US May CPI Inflation The Main Dish Today
US stock markets retained positive momentum yesterday with the three main indices rising by 0.55% (Dow) to 1.5% (Nasdaq). The S&P 500 rose by almost 1%, closing above the August 2022 top. Tech bell weather Nasdaq cleared that same technical hurdle earlier this month. Stock markets embrace the Fed’s “skip” idea while data simultaneously suggest that the economy and labour market aren’t cooling as rapidly as feared.

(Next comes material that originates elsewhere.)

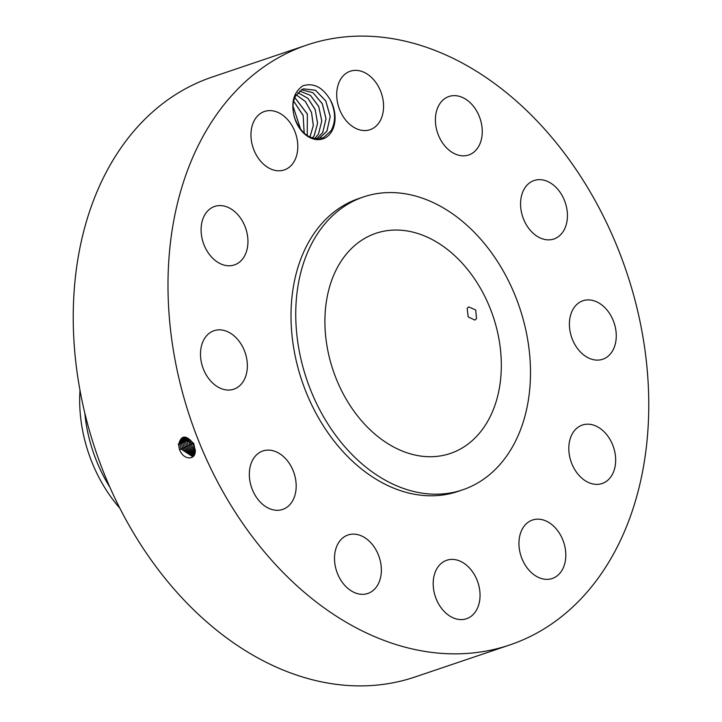 <?xml version="1.0" encoding="UTF-8"?>
<svg xmlns="http://www.w3.org/2000/svg" width="722" height="722" viewBox="0 0 722 722"><rect width="100%" height="100%" fill="white"/><g stroke="black" fill="none" stroke-linecap="round" stroke-linejoin="round"><path stroke-width="1.08" d="M306.958 45.017L212.196 77.055A316.651 230.065 71.3 0 0 73.644 299.558A316.651 230.065 71.3 0 0 187.314 603.475A316.651 230.065 71.3 0 0 415.042 676.983L509.804 644.945A316.651 230.065 71.3 0 0 648.356 422.442A316.651 230.065 71.3 0 0 534.686 118.525A316.651 230.065 71.3 0 0 306.958 45.017A316.651 230.065 71.3 0 0 168.406 267.519A316.651 230.065 71.3 0 0 282.076 571.436A316.651 230.065 71.3 0 0 509.804 644.945M179.679 449.68L179.688 449.698C182.874 459.941 196.032 461.06 195.238 450.347L193.812 443.985C186.105 434.536 181.032 434.815 178.578 444.797L179.679 449.68L178.767 444.797L182.531 437.875L178.731 444.806L179.155 448.136M302.843 85.855C293.529 92.308 290.722 102.777 294.423 117.271A27.68 20.108 71.3 0 0 312.084 138.552A27.68 20.108 71.3 0 0 331.93 131.025A27.68 20.108 71.3 0 0 330.153 99.645C322.635 87.227 313.628 82.588 303.114 85.747L302.843 85.855M562.321 569.73A30.866 22.427 71.3 0 0 559.893 533.991A30.866 22.427 71.3 0 0 532.493 520.02A30.866 22.427 71.3 0 0 522.448 528.784A30.866 22.427 71.3 0 0 524.867 564.532A30.866 22.427 71.3 0 0 552.267 578.493A30.866 22.427 71.3 0 0 562.321 569.73M363.59 196.907L358.861 198.514A154.616 112.334 71.3 0 0 291.21 307.157A154.616 112.334 71.3 0 0 346.704 455.555A154.616 112.334 71.3 0 0 457.901 491.447L462.64 489.841A154.616 112.334 71.3 0 0 530.291 381.198A154.616 112.334 71.3 0 0 474.787 232.8A154.616 112.334 71.3 0 0 363.59 196.907A154.616 112.334 71.3 0 0 295.948 305.559A154.616 112.334 71.3 0 0 351.443 453.948A154.616 112.334 71.3 0 0 462.64 489.841M568.819 447.586A30.866 22.427 71.3 0 0 602.13 483.514A30.866 22.427 71.3 0 0 615.658 460.979A30.866 22.427 71.3 0 0 582.356 425.041A30.866 22.427 71.3 0 0 568.819 447.586M572.203 338.889A30.866 22.427 71.3 0 0 602.717 359.249A30.866 22.427 71.3 0 0 613.465 321.137A30.866 22.427 71.3 0 0 582.943 300.776A30.866 22.427 71.3 0 0 572.203 338.889M531.69 231.834A30.866 22.427 71.3 0 0 553.891 239A30.866 22.427 71.3 0 0 567.393 217.304A30.866 22.427 71.3 0 0 556.31 187.684A30.866 22.427 71.3 0 0 534.118 180.518A30.866 22.427 71.3 0 0 520.607 202.205A30.866 22.427 71.3 0 0 531.69 231.834M458.136 155.086A30.866 22.427 71.3 0 0 468.713 154.977A30.866 22.427 71.3 0 0 481.782 125.484A30.866 22.427 71.3 0 0 459.526 96.378A30.866 22.427 71.3 0 0 448.949 96.495A30.866 22.427 71.3 0 0 435.88 125.989A30.866 22.427 71.3 0 0 458.136 155.086M371.252 129.229A30.866 22.427 71.3 0 0 381.09 92.425A30.866 22.427 71.3 0 0 350.26 71.225A30.866 22.427 71.3 0 0 349.033 71.695A30.866 22.427 71.3 0 0 339.196 108.49A30.866 22.427 71.3 0 0 370.025 129.698A30.866 22.427 71.3 0 0 371.252 129.229M294.314 161.177A30.866 22.427 71.3 0 0 291.896 125.429A30.866 22.427 71.3 0 0 264.496 111.468A30.866 22.427 71.3 0 0 254.442 120.222A30.866 22.427 71.3 0 0 256.87 155.97A30.866 22.427 71.3 0 0 284.269 169.941A30.866 22.427 71.3 0 0 294.314 161.177M247.944 242.375A30.866 22.427 71.3 0 0 214.633 206.447A30.866 22.427 71.3 0 0 201.104 228.982A30.866 22.427 71.3 0 0 234.406 264.92A30.866 22.427 71.3 0 0 247.944 242.375M244.559 351.072A30.866 22.427 71.3 0 0 214.037 330.712A30.866 22.427 71.3 0 0 203.297 368.825A30.866 22.427 71.3 0 0 233.811 389.185A30.866 22.427 71.3 0 0 244.559 351.072M285.073 458.127A30.866 22.427 71.3 0 0 262.871 450.961A30.866 22.427 71.3 0 0 249.37 472.648A30.866 22.427 71.3 0 0 260.443 502.277A30.866 22.427 71.3 0 0 282.645 509.443A30.866 22.427 71.3 0 0 296.146 487.756A30.866 22.427 71.3 0 0 285.073 458.127M358.626 534.867A30.866 22.427 71.3 0 0 348.04 534.984A30.866 22.427 71.3 0 0 334.981 564.478A30.866 22.427 71.3 0 0 357.237 593.574A30.866 22.427 71.3 0 0 367.814 593.466A30.866 22.427 71.3 0 0 380.882 563.972A30.866 22.427 71.3 0 0 358.626 534.867M445.51 560.732A30.866 22.427 71.3 0 0 435.673 597.536A30.866 22.427 71.3 0 0 466.502 618.736A30.866 22.427 71.3 0 0 467.73 618.267A30.866 22.427 71.3 0 0 477.567 581.463A30.866 22.427 71.3 0 0 446.728 560.263A30.866 22.427 71.3 0 0 445.51 560.732M191.935 456.16L181.105 449.039L180.184 444.165L183.253 437.631L180.157 444.183L181.069 449.048L191.917 456.169L194.877 449.644L193.74 444.851L182.513 437.875M294.423 117.271L294.612 117.659A25.929 18.844 71.3 0 0 295.045 119.049C301.679 134.653 311.146 140.853 323.456 137.667L331.091 130.745C335.992 121.431 335.676 111.071 330.153 99.645M294.612 117.659C292.148 109.428 292.455 102.235 295.533 96.053L302.13 89.42L303.592 88.824L315.532 90.268L325.793 100.927L330.225 116.549L326.931 131.178L319.675 138.037L317.481 138.868M366.767 426.476A116.188 84.42 71.3 0 0 450.338 453.452A116.188 84.42 71.3 0 0 501.176 371.803A116.188 84.42 71.3 0 0 459.463 260.281A116.188 84.42 71.3 0 0 375.9 233.305A116.188 84.42 71.3 0 0 325.062 314.954A116.188 84.42 71.3 0 0 366.767 426.476M84.826 413.155A125.637 91.288 71.3 0 0 109.843 487.142M303.574 88.833L315.514 90.286L325.766 100.963L330.189 116.567L326.895 131.187L319.467 138.128L318.077 138.678M476.511 318.628L475.708 309.982L468.713 306.913L467.17 308.348L468.181 316.895L474.905 320.09L476.511 318.628M79.998 390.349A125.637 91.288 -108.7 0 0 79.682 402.28A125.637 91.288 71.3 0 0 119.843 508.207M192.575 455.753L182.513 448.38L181.61 443.543L184.029 437.496L181.574 443.552L182.485 448.398L192.557 455.762M301.525 89.736L313.005 92.759L322.256 103.697L325.992 118.769L322.68 132.613L316.624 138.841L322.716 132.595L326.037 118.751L322.283 103.661L313.032 92.732L301.543 89.718M193.162 455.221L183.929 447.721L183.027 442.911L184.85 437.469L182.991 442.929L183.893 447.739L193.153 455.23M299.612 91.008L310.433 95.394L318.736 106.585L321.786 121.016L318.474 134.039L321.822 120.962L318.727 106.459L310.496 95.403L299.63 90.999M314.729 138.615L318.51 134.021L314.711 138.606M185.707 437.559L184.417 442.297L185.31 447.08L193.676 454.571M185.734 437.568L184.453 442.279L185.346 447.062L193.686 454.553M297.852 92.687L307.933 98.3L315.144 109.383L317.599 123.2L314.296 135.447L312.464 138.064M297.843 92.705L307.888 98.309L315.162 109.545L317.563 123.254L314.26 135.456L312.445 138.055M191.772 441.548L194.633 447.658M191.655 441.413L194.669 447.82M186.655 437.794L185.834 441.674L186.727 446.422L194.137 453.768M186.682 437.803L185.87 441.656L186.754 446.404L194.146 453.75M309.937 137.072L313.312 125.484L311.507 112.479L305.343 101.504L296.228 94.862L305.361 101.468L311.534 112.451L313.348 125.466L309.964 137.081M194.895 450.023L190.969 444.445L190.103 439.788L191.005 444.427L194.886 449.977M187.675 438.191L187.26 441.043L188.144 445.763L194.516 452.793L188.171 445.745L187.287 441.025L187.702 438.209M294.82 97.569L307.364 113.986L307.229 135.555L307.373 114.148L294.802 97.605M188.839 438.841L189.588 445.086L194.787 451.548L189.552 445.104L187.837 445.763M188.812 438.823L189.552 445.104M293.664 101.116L303.15 115.403L304.215 133.245M293.655 101.152L303.159 115.538L304.179 133.227M292.988 106.044L300.722 129.563M292.988 106.107L300.695 129.518M194.877 449.644L195.491 450.357M181.069 449.048L179.354 449.716M180.157 444.183L178.271 444.066M182.485 448.398L180.771 449.057M181.574 443.552L179.688 443.434M183.893 447.739L182.179 448.398M182.991 442.929L181.114 442.812M185.31 447.08L183.596 447.739M184.417 442.297L182.531 442.18M193.676 443.182L192.079 443.795M186.727 446.422L185.012 447.08M185.834 441.674L183.957 441.557M192.332 443.813L190.671 444.454M190.103 439.788L188.216 439.671M188.144 445.763L186.429 446.422M187.26 441.043L185.374 440.925M190.969 444.445L189.254 445.104M188.677 440.42L186.799 440.303"/></g></svg>

The latest NY Fed Survey of Consumer Expectations yesterday provided evidence for both Team Skip and Team Hike within the Fed. Inflation expectations declined at the short term horizon to their lowest level in two years (1y; 4.4% to 4.1%), while they increased slightly at the medium- (3y; 2.9% to 3%) and longer-term (5y; 2.6% to 2.7%) horizons. Labor market expectations were mixed as well with expected earnings growth declining (2.8% from 3%), and unemployment expectations and perceived job loss risk improving. Households’ perceptions and expectations for credit conditions and their own financial situations all deteriorated slightly.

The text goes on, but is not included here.